Está em andamento um projeto sofisticado, corajoso e muito bem financiado cujo objetivo é controlar o processo eleitoral em estados-chave, a contagem de votos e também a redefinição das autoridades estaduais que detêm o poder de declarar quem venceu as eleições em seu estado. “O cenário para o caos está armado”, escreve Kagan, e continua, “Imagine semanas de protestos de massas em vários estados em que legisladores e autoridades locais de ambos os partidos declaram seu candidato o vencedor e denunciam seus rivais por fazerem esforços inconstitucionais para tomar o poder… Ativistas de ambos os partidos estarão mais bem armados e mais dispostos a usar violência física contra seus oponentes do que estavam nas eleições de 2020 ”.

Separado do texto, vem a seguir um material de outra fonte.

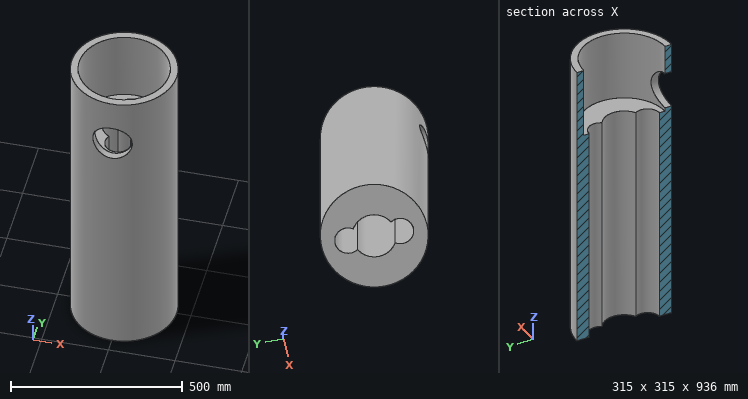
import cadquery as cq

height = 936.0
outer_diameter = 315.0
bore_diameter = 270.0

floor_height = 710.0
center_hole_diameter = 129.0
side_hole_diameter = 78.0
side_hole_offset = 78.0

window_diameter = 118.0
window_height = 781.0


def make_body():
    """Cylinder bored from the top down to the bore floor."""
    body = cq.Workplane("XY").circle(outer_diameter / 2).extrude(height)
    bore = (
        cq.Workplane("XY", origin=(0, 0, floor_height))
        .circle(bore_diameter / 2)
        .extrude(height - floor_height)
    )
    return body.cut(bore)


def make_floor_opening():
    """Central hole merged with a smaller hole on each side along Y."""
    opening = cq.Workplane("XY").circle(center_hole_diameter / 2).extrude(floor_height)
    for side in (-1, 1):
        side_hole = (
            cq.Workplane("XY")
            .center(0, side * side_hole_offset)
            .circle(side_hole_diameter / 2)
            .extrude(floor_height)
        )
        opening = opening.union(side_hole)
    return opening


def make_window():
    """Horizontal cylinder running from the axis out through the -Y wall."""
    return (
        cq.Workplane("XZ", origin=(0, 0, window_height))
        .circle(window_diameter / 2)
        .extrude(outer_diameter)
    )


result = make_body().cut(make_floor_opening()).cut(make_window())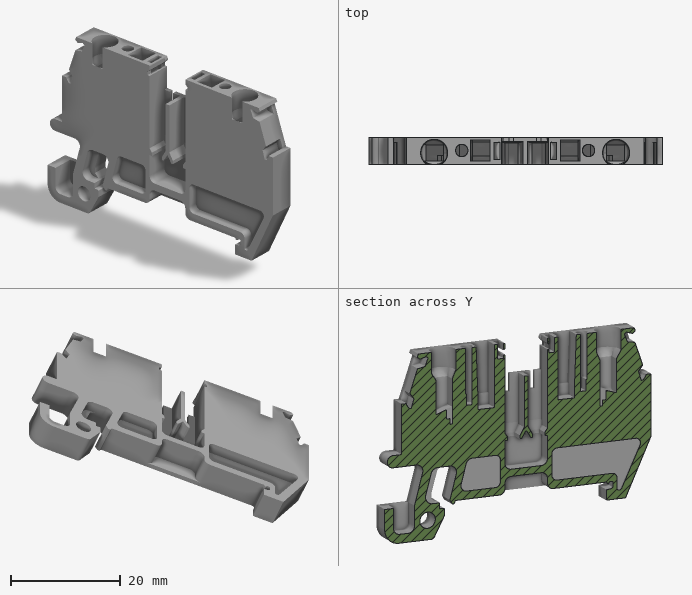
import cadquery as cq
import math

LENGTH = 53.5
THICKNESS = 5.0
HEIGHT = 35.4
MIRROR_X = 28.45
CORE_DEPTH = 4.15
NOTCH_DEPTH = 4.0
POCKET_DEPTH = 1.9
LEAN = 0.27
OVERCUT = 0.55

RAIL_Z = 6.8
POCKET_TOP = 14.4
POCKET_BOTTOM = 8.4
PLATE_TOP = 28.8
SHOULDER_Z = 26.3

RECESS_HALF = 4.2
RECESS_FLOOR = 11.5
ARCH_TOP = 10.05
RECESS_ROUND = 1.2


def mirror_x(x):
    return 2 * MIRROR_X - x


def mirrored(points):
    """Mirror outline points to the other block, keeping any corner radius."""
    return [(mirror_x(p[0]),) + tuple(p[1:]) for p in reversed(points)]


def both(solid):
    """The solid together with its copy on the other block."""
    twin = solid.mirror("YZ", (MIRROR_X, 0, 0))
    return solid.union(twin)


def outline(points):
    """Closed XZ outline; a third value on a point rounds that corner."""
    corners = []
    for i, (x, z, *radius) in enumerate(points):
        if not radius:
            corners.append([(x, z)])
            continue
        to_prev = (points[i - 1][0] - x, points[i - 1][1] - z)
        following = points[(i + 1) % len(points)]
        to_next = (following[0] - x, following[1] - z)
        u = [c / math.hypot(*to_prev) for c in to_prev]
        v = [c / math.hypot(*to_next) for c in to_next]
        half = math.acos(u[0] * v[0] + u[1] * v[1]) / 2
        tangent = radius[0] / math.tan(half)
        bisector = math.hypot(u[0] + v[0], u[1] + v[1])
        reach = (radius[0] / math.sin(half) - radius[0]) / bisector
        corners.append([
            (x + tangent * u[0], z + tangent * u[1]),
            (x + reach * (u[0] + v[0]), z + reach * (u[1] + v[1])),
            (x + tangent * v[0], z + tangent * v[1]),
        ])
    wire = cq.Workplane("XZ").moveTo(*corners[0][-1])
    for corner in corners[1:] + corners[:1]:
        wire = wire.lineTo(*corner[0])
        if len(corner) == 3:
            wire = wire.threePointArc(corner[1], corner[2])
    return wire.close()


def slab(points, y_from, y_to):
    """Outline extruded from one Y to another."""
    return outline(points).extrude(-(y_to - y_from)).translate((0, y_from, 0))


def front_cut(points, depth):
    """Cutter entering from the front face."""
    return slab(points, -OVERCUT, depth)


def box(x, y, z):
    """Box from its (low, high) pair on each axis."""
    size = [high - low for low, high in (x, y, z)]
    return cq.Workplane("XY").box(*size, centered=False).translate((x[0], y[0], z[0]))


def cylinder_down(x, y, radius, bottom):
    return (
        cq.Workplane("XY", origin=(x, y, bottom))
        .circle(radius)
        .extrude(HEIGHT + OVERCUT - bottom)
    )


SHOULDER_X = mirror_x(LENGTH)
SLOPE_BOTTOM = (4.45, SHOULDER_Z)
SLOPE_TOP = (7.15, 34.3)
FACE_X = MIRROR_X - RECESS_HALF
LEG_X = 6.0
SLOT_TOP = 13.45
SLOT_LEFT_TOP = 9.7
SLOT_RIGHT_TOP = 14.8
SLOT_WEB = 1.3


def lean_x(x_top, z_top, z):
    """X at height z on a leaning wall that passes through (x_top, z_top)."""
    return x_top - LEAN * (z_top - z)


def block_top():
    """Outer slope, top and inner edge of the left block, left to right."""
    return [
        (SHOULDER_X, SHOULDER_Z),
        SLOPE_BOTTOM,
        SLOPE_TOP,
        (6.55, 34.8),
        (6.8, HEIGHT),
        (24.2, HEIGHT),
        (24.4, 34.95),
        (24.4, 34.6),
        (23.7, 33.9),
        (23.7, 33.3),
        (FACE_X, 33.3),
        (FACE_X, PLATE_TOP),
    ]


def body():
    web_left_top = SLOT_LEFT_TOP + SLOT_WEB
    left_side = [
        (LEG_X, RAIL_Z),
        (LEG_X + LEAN * (POCKET_TOP - RAIL_Z), POCKET_TOP, 1.25),
        (SHOULDER_X, POCKET_TOP),
    ]
    right_foot = [
        (LENGTH, POCKET_TOP),
        (48.4, 3.35),
        (44.5, 3.35),
        (44.5, 5.4),
        (45.4, 5.5),
        (45.8, 5.7),
        (45.8, RAIL_Z),
        (45.2, RAIL_Z),
        (45.0, 6.4),
        (44.7, 6.4),
        (44.55, RAIL_Z),
    ]
    slot_and_left_foot = [
        (14.3, RAIL_Z),
        (14.0, 6.2),
        (13.6, 6.2),
        (lean_x(SLOT_RIGHT_TOP, SLOT_TOP, 7.05), 7.05),
        (SLOT_RIGHT_TOP, SLOT_TOP, 1.3),
        (web_left_top, SLOT_TOP, 1.2),
        (9.65, 8.65, 1.6),
        (9.65, 7.6),
        (10.5, RAIL_Z),
        (11.15, RAIL_Z),
        (11.15, 5.65),
        (12.1, 5.65, 0.2),
        (12.1, 4.2),
        (9.85, 0, 0.8),
        (0, 0, 2.95),
        (0, RAIL_Z),
    ]
    top = block_top() + mirrored(block_top())
    return slab(left_side + top + right_foot + slot_and_left_foot, 0, THICKNESS)


def finger_ledge():
    """Round-nosed ledge that sticks out of the left block."""
    height = 2.4
    radius = height / 2
    centre_x = 0.55 + radius
    centre_z = POCKET_TOP + radius
    nose = (
        cq.Workplane("XZ", origin=(centre_x, 0, centre_z))
        .circle(radius)
        .extrude(-THICKNESS)
    )
    arm = box((centre_x, SLOPE_BOTTOM[0]), (0, THICKNESS), (POCKET_TOP, POCKET_TOP + height))
    return nose.union(arm)


POCKET_EDGE_X = 23.25


def left_pocket():
    x_top = 16.7
    return front_cut([
        (x_top, POCKET_TOP, 1.05),
        (POCKET_EDGE_X, POCKET_TOP, 1.0),
        (POCKET_EDGE_X, POCKET_BOTTOM, 1.0),
        (lean_x(x_top, POCKET_TOP, POCKET_BOTTOM), POCKET_BOTTOM, 1.05),
    ], POCKET_DEPTH)


def right_pocket():
    return front_cut([
        (mirror_x(POCKET_EDGE_X), POCKET_TOP, 1.0),
        (51.9, POCKET_TOP, 0.9),
        (47.45, 5.1, 0.45),
        (46.75, 5.1, 0.25),
        (46.75, POCKET_BOTTOM, 1.05),
        (mirror_x(POCKET_EDGE_X), POCKET_BOTTOM, 1.0),
    ], POCKET_DEPTH)


def slot_pocket():
    """Widens the leaning slot at the front, leaving a ledge at the back."""
    return front_cut([
        (SLOT_LEFT_TOP, SLOT_TOP, 1.35),
        (13.4, SLOT_TOP),
        (11.1, RAIL_Z),
        (lean_x(SLOT_LEFT_TOP, SLOT_TOP, RAIL_Z), RAIL_Z, 1.35),
    ], POCKET_DEPTH)


def foot_pocket():
    return front_cut([
        (1.85, RAIL_Z + OVERCUT),
        (1.85, 1.75, 1.2),
        (LEG_X, 1.75, 1.2),
        (LEG_X, RAIL_Z),
        (LEG_X, RAIL_Z + OVERCUT),
    ], CORE_DEPTH)


def foot_hole():
    return cq.Workplane("XZ", origin=(8.65, 0, 3.75)).circle(1.5).extrude(-THICKNESS)


def arch():
    """Recess under the bridge, flaring out with round edges at the rail."""
    right = MIRROR_X + RECESS_HALF
    flare = 1.2
    wide = flare + OVERCUT
    below = RAIL_Z - OVERCUT
    return front_cut([
        (FACE_X - wide, below),
        (FACE_X - wide, RAIL_Z),
        (FACE_X, RAIL_Z, flare),
        (FACE_X, ARCH_TOP, RECESS_ROUND),
        (right, ARCH_TOP, RECESS_ROUND),
        (right, RAIL_Z, flare),
        (right + wide, RAIL_Z),
        (right + wide, below),
    ], CORE_DEPTH)


LIP_TOP = 17.65
LIP_BOTTOM = 16.95
NOSE = 0.55
DIVIDER_HALF = 0.45
ARM_OUTER = 1.3
ARM_INNER = 0.9


def centre_recess():
    """Tall recess between the blocks, narrowed by a nose on each side."""
    top = HEIGHT + OVERCUT
    left = [
        (FACE_X, RECESS_FLOOR, RECESS_ROUND),
        (FACE_X, LIP_BOTTOM),
        (FACE_X + NOSE, LIP_BOTTOM),
        (FACE_X + NOSE, LIP_TOP),
        (FACE_X, 18.4),
        (FACE_X, top),
    ]
    return front_cut(left + mirrored(left), CORE_DEPTH)


def divider():
    """Upright wall in the recess, forked at its lower end."""
    left = [
        (MIRROR_X - ARM_INNER, LIP_BOTTOM),
        (MIRROR_X - ARM_OUTER, LIP_BOTTOM),
        (MIRROR_X - ARM_OUTER, LIP_TOP),
        (MIRROR_X - DIVIDER_HALF, 19.1),
        (MIRROR_X - DIVIDER_HALF, PLATE_TOP),
    ]
    return slab(left + mirrored(left) + [(MIRROR_X, 18.4)], 0, CORE_DEPTH)


def contact_ramp():
    """Ramped lip on the plate that ends each contact seat."""
    lip = 0.2
    ramp_top = 19.5
    profile = [
        (CORE_DEPTH, LIP_BOTTOM),
        (CORE_DEPTH - lip, LIP_BOTTOM),
        (CORE_DEPTH - lip, LIP_TOP),
        (CORE_DEPTH, ramp_top),
    ]
    width = RECESS_HALF - DIVIDER_HALF
    ramp = cq.Workplane("YZ", origin=(FACE_X, 0, 0)).polyline(profile).close().extrude(width)
    under_arm = slab([
        (MIRROR_X, LIP_BOTTOM - OVERCUT),
        (MIRROR_X - ARM_OUTER, LIP_BOTTOM - OVERCUT),
        (MIRROR_X - ARM_OUTER, LIP_TOP),
        (MIRROR_X, 19.8),
    ], 0, CORE_DEPTH)
    return ramp.cut(under_arm)


def plate_slot():
    """Narrow slot cut down through the top edge of the plate."""
    middle = MIRROR_X - 2.5
    half = 0.4
    bottom = 25.35
    height_range = (bottom, PLATE_TOP + OVERCUT)
    return box((middle - half, middle + half), (0, THICKNESS + OVERCUT), height_range)


def edge_notches():
    """Latching notches along the outer slope, open to the front."""
    upper = [
        (5.9, 34.6),
        SLOPE_TOP,
        (8.35, 34.65),
        (8.7, 34.4),
        (8.15, 32.9),
        (6.7, 32.65),
        (5.9, 32.65),
    ]
    lower = [
        (4.45, 28.1),
        (5.1, 28.1),
        (5.9, 27.0),
        (5.35, 25.3),
        (5.0, 25.35),
        (4.55, 25.95),
        SLOPE_BOTTOM,
    ]
    return front_cut(upper, NOTCH_DEPTH).union(front_cut(lower, NOTCH_DEPTH))


def wire_entry():
    """Round bore open at the front, a funnel, and a slanted square socket."""
    x = 11.9
    y = 2.15
    radius = 2.45
    window_bottom = 31.0
    funnel_top = 31.5
    funnel_bottom = 29.9
    socket_x = (10.4, 13.6)
    socket_y = (0.65, 3.6)
    pit_x = (12.5, 13.2)
    pit_y = (socket_y[0], 1.65)
    bore = cylinder_down(x, y, radius, funnel_top)
    front_space = box((x - radius, x + radius), (y - radius, socket_y[0]), (0, HEIGHT + OVERCUT))
    window = cylinder_down(x, y, radius, window_bottom).intersect(front_space)
    funnel = (
        cq.Workplane("XY", origin=(x, y, funnel_top))
        .circle(radius)
        .workplane(offset=funnel_bottom - funnel_top)
        .center(sum(socket_x) / 2 - x, sum(socket_y) / 2 - y)
        .rect(socket_x[1] - socket_x[0], socket_y[1] - socket_y[0])
        .loft()
    )
    socket = slab([
        (socket_x[0], funnel_bottom),
        (socket_x[0], 23.55),
        (socket_x[1], 24.6),
        (socket_x[1], funnel_bottom),
    ], *socket_y)
    shallow_pit = box((pit_x[0], socket_x[1]), pit_y, (22.45, funnel_bottom))
    deep_pit = box((pit_x[1], socket_x[1]), pit_y, (21.4, funnel_bottom))
    cutter = bore
    for space in (window, funnel, socket, shallow_pit, deep_pit):
        cutter = cutter.union(space)
    return cutter


def test_hole():
    """Round probe hole whose floor steps up on the outer side."""
    x = 16.9
    radius = 1.1
    step_edge = 16.55
    step_top = 26.75
    hole = cylinder_down(x, 2.55, radius, 24.6)
    step = box((x - radius, step_edge), (0, THICKNESS), (0, step_top))
    return hole.cut(step)


def release_opening():
    """Square opening over a narrower well, with a sloping outer wall."""
    outer_x = 18.45
    well_x = 18.85
    inner_x = 22.05
    ledge = 25.7
    opening = slab([
        (outer_x, HEIGHT + OVERCUT),
        (outer_x, HEIGHT),
        (well_x, ledge),
        (inner_x, ledge),
        (inner_x, HEIGHT + OVERCUT),
    ], 0.65, 4.5)
    well = box((well_x, inner_x), (1.6, 4.1), (23.55, HEIGHT))
    return opening.union(well)


def marker_slot():
    """Narrow slot next to the inner edge, breaking into the edge groove."""
    return box((22.8, 23.85), (0.95, 4.05), (32.65, HEIGHT + OVERCUT))


result = body().union(finger_ledge())
for cutter in (left_pocket, right_pocket, slot_pocket, foot_pocket, foot_hole, arch, centre_recess):
    result = result.cut(cutter())
result = result.union(divider()).union(both(contact_ramp()))
for cutter in (plate_slot, edge_notches, wire_entry, test_hole, release_opening, marker_slot):
    result = result.cut(both(cutter()))

Kagan levanta sua voz diante dessas tendências que são novas para os EUA, mas não para os latino-americanos. Tem o mérito de perceber claramente que senhores da guerra como Trump não se envolvem na política como os democratas, mas usam sistematicamente táticas assimétricas para atingir seus objetivos.

Encaremos dessa maneira: Osama bin Laden ensinou ao mundo o que é a guerra assimétrica, enquanto Donald Trump nos mostrou o que é a política assimétrica.

A guerra assimétrica é um conflito armado em que uma das partes possui muito mais recursos e capacidades militares do que o seu oponente, que recorre a estratégias, táticas e regras não convencionais. Em 2015 Donald Trump não tinha um partido disposto a levá-lo à presidência, mas teve a disposição de quebrar todas as regras e esquemas tradicionais da política, surpreendendo e desorientando seus rivais. Mergulhar em uma política assimétrica não só permitiu que ele assumisse o comando do Partido Republicano, mas também a presidência dos EUA. E embora não tenha sido reeleito em 2020, seu sucesso como líder de um movimento que prospera na assimetria política é inquestionável.

O que fazer? Como fortalecer a democracia americana e impedir que líderes com propensões não democráticas cheguem ao poder? Paradoxalmente, a melhor forma de enfrentar as políticas assimétricas que conferem vantagens eleitorais a demagogos, populistas e charlatães não é imitá-los. Os ataques à democracia devem ser combatidos com mais democracia, e democracia melhor. As democracias do mundo, e a americana com urgência, precisam ser reparadas e reformadas para responder a novas realidades como pandemias ou antigas mazelas como a desigualdade.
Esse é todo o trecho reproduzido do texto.